Dem Urheber ist sowohl in erster Instanz vom LG Düsseldorf als auch in zweiter Instanz vom OLG Düsseldorf Recht gegeben worden.

BGH: Jugendliche abmahnfähig

Der Bundesgerichtshof (BGH) sollte nun darüber entscheiden, ob der Minderjährige einen Anspruch auf Prozesskostenhilfe für ein weiteres Vorgehen gegen das Urteil des Oberlandesgerichts habe.
Dies lehnte der BGH ab, da keine hinreichende Aussicht auf Erfolg für den Minderjährigen bestehe. Weiterhin stellte er fest, dass auch Jugendliche abgemahnt sowie auf Unterlassung und Zahlung in Anspruch genommen werden können, da es sich bei einer Abmahnung nicht um eine vertragliche Handlung, zu der Geschäftsfähigkeit vorausgesetzt wird, sondern um eine unerlaubte Handlung handele, zu welcher der Täter lediglich deliktsfähig sein muss (also mindestens sieben Jahre alt).
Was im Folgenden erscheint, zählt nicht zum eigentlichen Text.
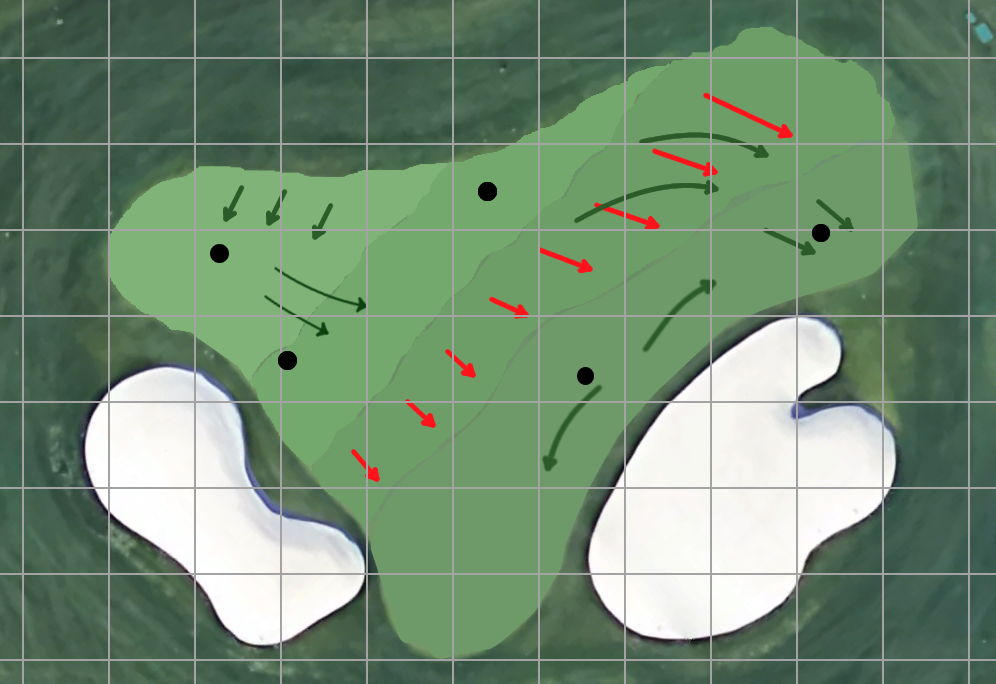
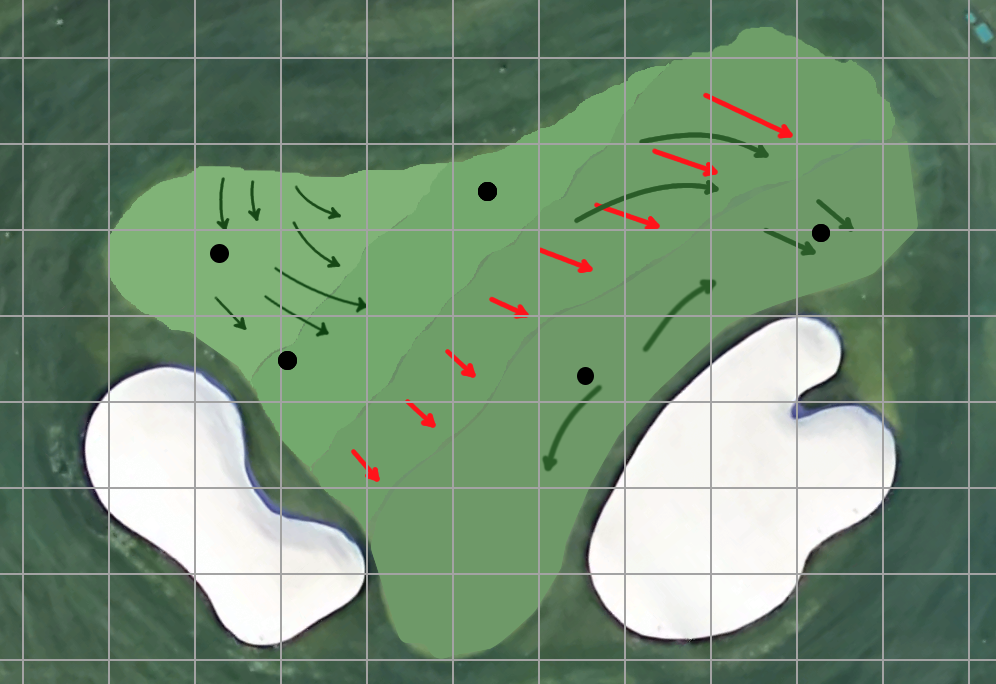
Layered file, before and after one edit (996x684). Changes by layer:
painted on "傾斜2" over [214, 177, 341, 330]

Linkhaftung gilt auch für Minderjährige

Darüber hinaus stimmte der BGH den Vorinstanzen zu, dass in dem vorliegenden Fall eine Linkhaftung bestehe, da der Jugendliche Einfluss auf die Website, auf die er den Link stellte, hatte. Es sei davon auszugehen, dass der Minderjährige den Link selbst auf die Seite gestellt habe und folglich hätte er den Link auch ohne weiteres wieder entfernen können.

Der BGH stellte fest, dass der Minderjährige weiterhin auch auf Unterlassung, für Schadensersatz und Rechtsanwaltskosten hafte.

Fazit

Bemerkenswert an dem Urteil des BGH ist, dass sich die Rechtssprechung zu Lasten des Linksetzers verschoben hat. Jede Verlinkung sollte in Zukunft genauestens geprüft und im Zweifel lieber weggelassen werden.